Re: [PATCH RFC] hotplug-memory: refactor online_pages to separatezone growth from page onlining

From: Jeremy Fitzhardinge
Date: Wed Apr 02 2008 - 17:04:50 EST


Dave Hansen wrote:
On Wed, 2008-04-02 at 11:52 -0700, Jeremy Fitzhardinge wrote:
Why don't we just have hotplug work that way? When we want to take a
guest from 1GB to 1GB+1 page (or whatever), we just hotplug the entire
section (512MB or 1GB or whatever), actually online the whole thing,
then make the balloon driver take it back to where it *should* be. That
way we're completely reusing existing components that have do be able to
handle this case anyway.

Yeah, this is suboptimal, an it has a possibility of fragmenting the
memory, but it will only be used for the x86-32 case.
It also requires you actually have the memory on hand to populate the whole area. 512MB is still a significant chunk on a 2GB server; you may end up generating significant overall system memory pressure to scrape together the memory, only to immediately discard it again.
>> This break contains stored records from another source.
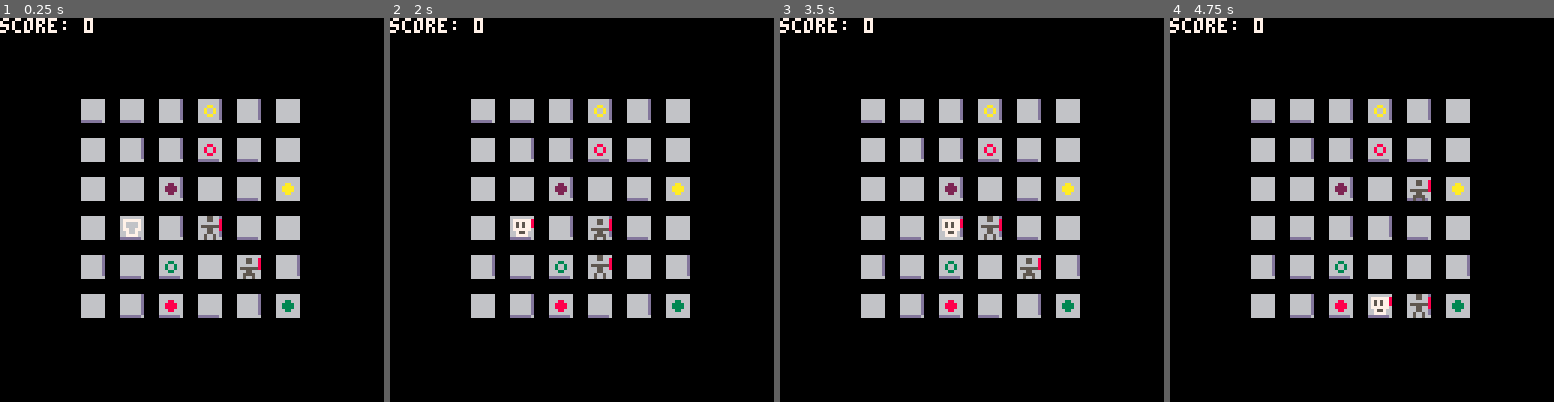
Above: before the commit, frames 1-4 (left to right).
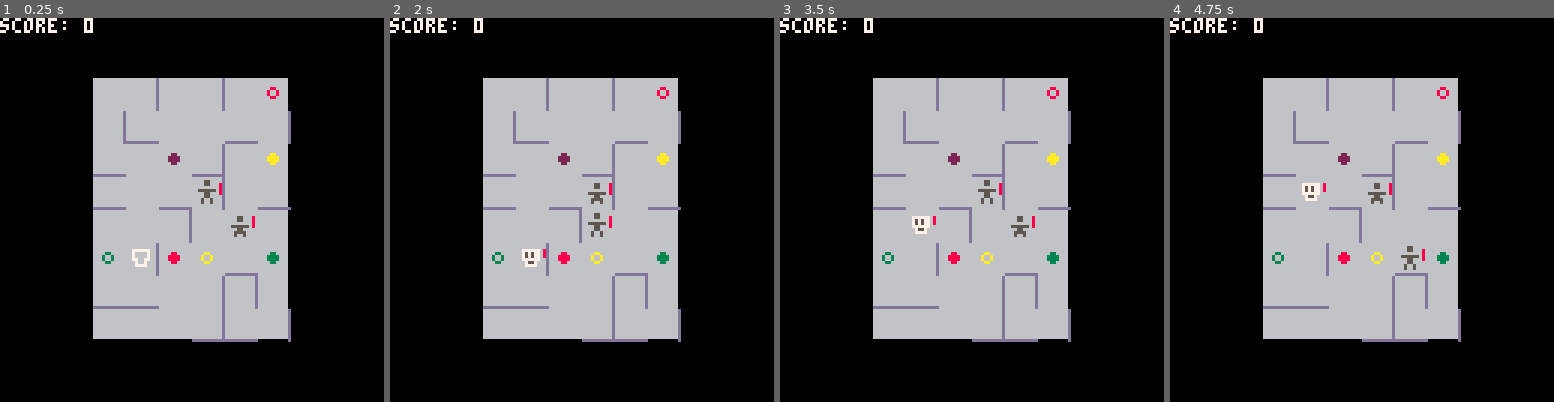
Above: after the commit, the same moments.

Repository: taylordolan/grid-folks
Game: PICO-8 cartridge grid_folks.p8
The game is run twice, just before and just after one commit, with the same random seed, the same clock (stepped at 60 frames per second) and the same inputs.
Inputs:
- Up to frame 1 (0.25 s): no input
- Up to frame 2 (2 s): tap X (X key) at 1.07 s; hold Left from 1.97 s (still down)
- Up to frame 3 (3.5 s): tap X (X key) every 0.33 s from 2.07 to 3.4 s; release Left at 2.37 s; hold Down 2.42-2.82 s; hold Right from 2.87 s (still down)
- Up to frame 4 (4.75 s): release Right at 3.53 s; hold Up 3.58-4.08 s; tap X (X key) every 0.33 s from 3.73 to 4.73 s; hold Right 4.13-4.53 s; hold Down from 4.58 s (still down)

The runs differ from the first frame. In frame 1, 28% of the frame differs, in the area x 21-79%, y 15-85%; in frame 2, 28%; in frame 3, 28%; in frame 4, 28%.

Commit message:
finish adding padding for tiles

Diff:
--- a/grid_folks.p8
+++ b/grid_folks.p8
@@ -35,7 +35,7 @@
 function _init()
 
 	-- board size
-	rows = 6
+	rows = 8
 	cols = 6
 
 	-- 2d array for the board
@@ -166,40 +166,62 @@
   -- clear the screen
 	cls()
 
+  local screen_size = 128
+  local sprite_size = 8
+  local margin = 3
+  local margin_offset = flr(margin / 2)
+
+  local total_sprites_width = sprite_size * cols
+  local total_margins_width = margin * (cols - 1)
+  local total_map_width = total_sprites_width + total_margins_width
+
+  local total_sprites_height = sprite_size * rows
+  local total_margins_height = margin * (rows - 1)
+  local total_map_height = total_sprites_height + total_margins_height
+
+  local padding_left = flr((screen_size - total_map_width) / 2)
+  local padding_top = flr((screen_size - total_map_height) / 2)
+
+  local rect_origin = {padding_left - margin_offset, padding_top - margin_offset}
+  local rect_opposite = {padding_left + total_map_width - 1 + margin_offset, padding_top + total_map_height - 1 + margin_offset}
+  local floor_color = 6
+  local wall_color = 13
+
+  -- draw the floor
+  rectfill(rect_origin[1], rect_origin[2], rect_opposite[1], rect_opposite[2], floor_color)
+
   print("score: " ..score, 0, 0, 7)
 
 	for x = 1, cols do
 		for y = 1, rows do
 
-      local screen_size = 128
-      local sprite_size = 8
-      local margin = 5
-
-      local total_sprites_width = sprite_size * cols
-      local total_margins_width = margin * (cols - 1)
-      local total_map_width = total_sprites_width + total_margins_width
-
-      local total_sprites_height = sprite_size * rows
-      local total_margins_height = margin * (rows - 1)
-      local total_map_height = total_sprites_height + total_margins_height
-
-      local padding_left = flr((screen_size - total_map_width) / 2)
-      local padding_top = flr((screen_size - total_map_height) / 2)
-
 			local x_position = (x - 1) * sprite_size + (x - 1) * margin + padding_left
 			local y_position = (y - 1) * sprite_size + (y - 1) * margin + padding_top
 
-			-- draw a floor sprite
-			spr(sprites.floor, x_position, y_position)
 			-- draw the sprite for everything at the current position
 			if #board[x][y] > 0 then
 				for next in all(board[x][y]) do
-          local sprite = next.sprite
-					spr(sprite, x_position, y_position)
-          -- show health bar for things with health
-          if (next.health) then
-            for i = 1, next.health do
-              pset(x_position + 7, y_position + i, 8)
+
+          if next.type == "wall_right" then
+            local x1 = x_position + sprite_size + margin_offset
+            local y1 = y_position - margin_offset
+            local x2 = x_position + sprite_size + margin_offset
+            local y2 = y_position + sprite_size + margin_offset
+            rectfill(x1, y1, x2, y2, wall_color)
+          elseif next.type == "wall_down" then
+            local x1 = x_position - margin_offset
+            local y1 = y_position + sprite_size + margin_offset
+            local x2 = x_position + sprite_size + margin_offset
+            local y2 = y_position + sprite_size + margin_offset
+            rectfill(x1, y1, x2, y2, wall_color)
+          else
+            local sprite = next.sprite
+            spr(sprite, x_position, y_position)
+            -- show health bar for things with health
+            if (next.health) then
+              for i = 1, next.health do
+                pset(x_position + 8, y_position + i, 8)
+              end
             end
           end
 				end

That's a very good point. Can we make it so that the hypervisors don't
actually allocate the memory to the guest until its first touch? If the
pages are on the freelist, their *contents* shouldn't be touched at all
during the onlining process.

No, not in a Xen direct-pagetable guest. The guest actually sees real hardware page numbers (mfns) when the hypervisor gives it a page. By the time the hypervisor gives it a page reference, it already guaranteeing that the page is available for guest use. The only thing that we could do is prevent the guest from mapping the page, but that doesn't really achieve much.

I think we're getting off track here; this is a lot of extra complexity to justify allowing usermode to use /sys to online a chunk of hotplugged memory.